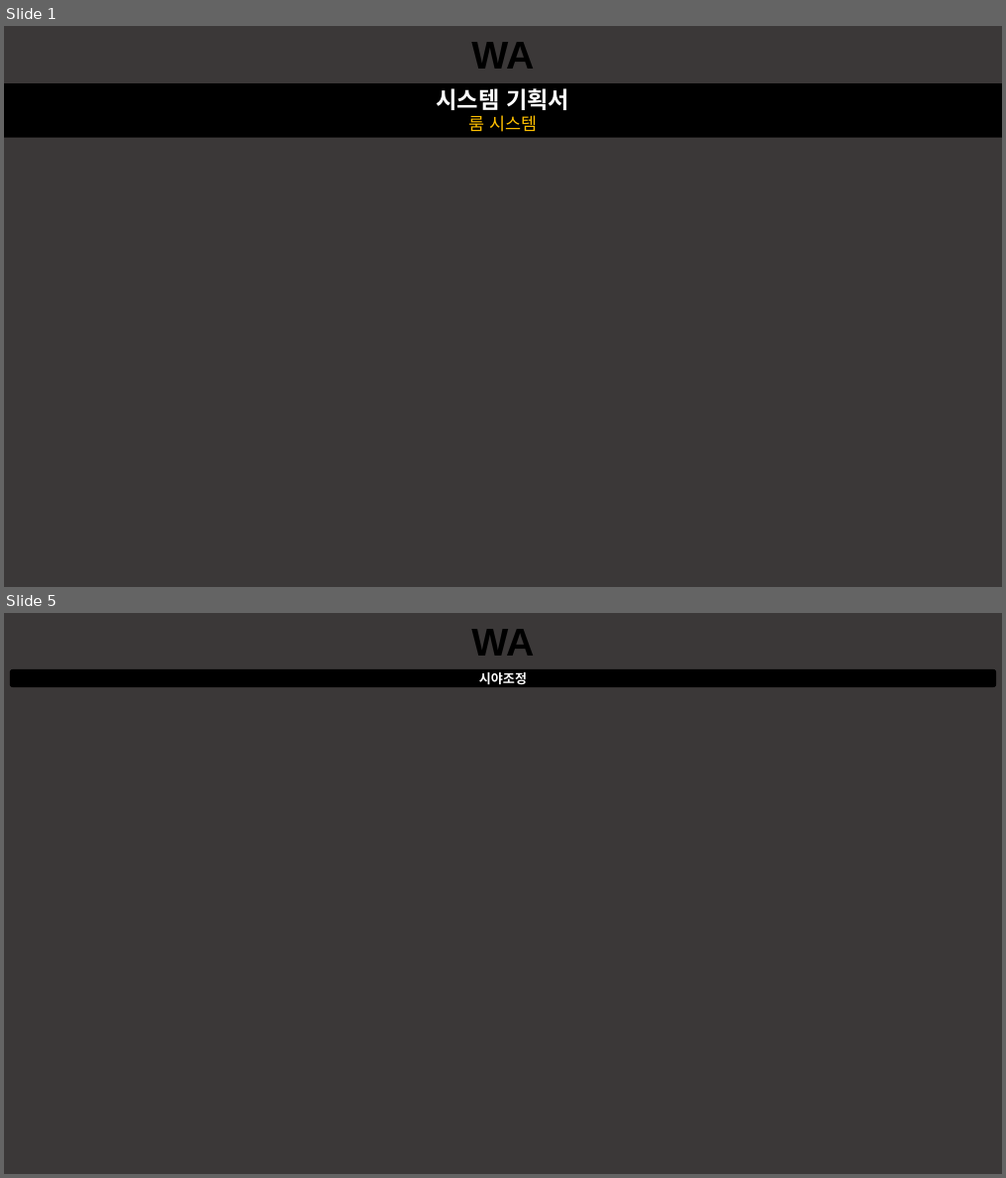
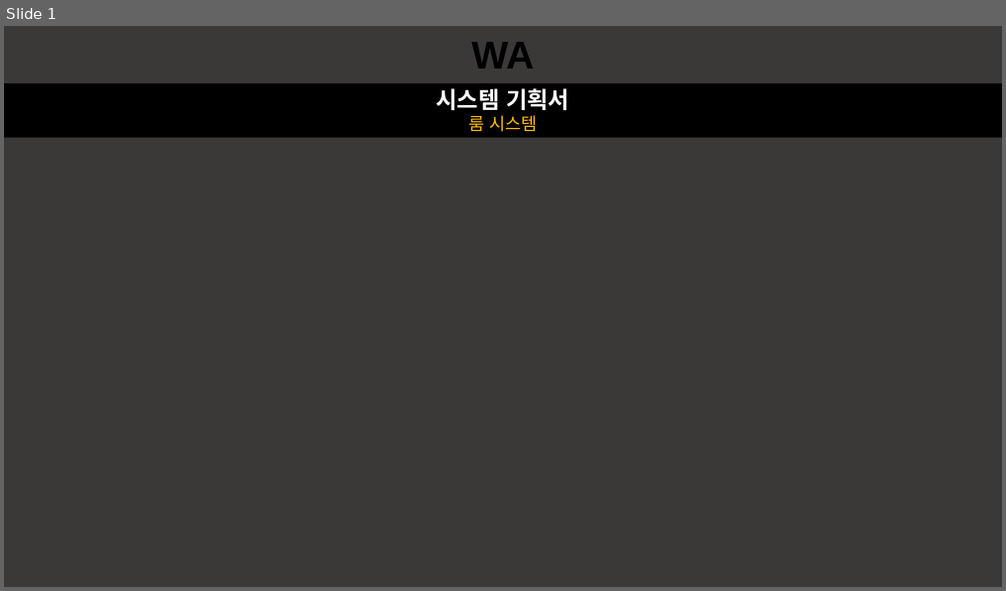
Before and after one commit to taeseongeom/WA, a slide deck: 기획서/신버전/룸 시스템.pptx. Shown one above the other, each under a label of ours: slides 1 and 5 before the commit, slide 1 after it; the slides between them are not shown. The pictures are 1006x1178 and 1006x591 pixels, drawn with LibreOffice and Linux fonts; fonts in the diff are those of the drawing. Boxes give left, top, right and bottom in pixels: in the first picture for what was removed or moved away, otherwise in the second. Text is boxed around its words. In the diff, an @@ line names an element or a change of style, - is before the commit and + after.

```diff
--- a/기획서/신버전/룸 시스템.pptx
+++ b/기획서/신버전/룸 시스템.pptx
@@ slide 5 removed at box(4, 613, 1002, 1174), background #3B3838 @@
@@ text removed at box(471, 629, 534, 656) @@
-WA
@@ rounded rectangle removed at box(10, 669, 996, 687) @@
-시야조정
```
Also in this commit, not shown: 3 slides changed, 2 slides added, 5 other files.

What you are asked to do:
Within the lines above, find those holding the word "slides" and copy them.

Solution below:
Before and after one commit to taeseongeom/WA, a slide deck: 기획서/신버전/룸 시스템.pptx. Shown one above the other, each under a label of ours: slides 1 and 5 before the commit, slide 1 after it; the slides between them are not shown. The pictures are 1006x1178 and 1006x591 pixels, drawn with LibreOffice and Linux fonts; fonts in the diff are those of the drawing. Boxes give left, top, right and bottom in pixels: in the first picture for what was removed or moved away, otherwise in the second. Text is boxed around its words. In the diff, an @@ line names an element or a change of style, - is before the commit and + after.
Also in this commit, not shown: 3 slides changed, 2 slides added, 5 other files.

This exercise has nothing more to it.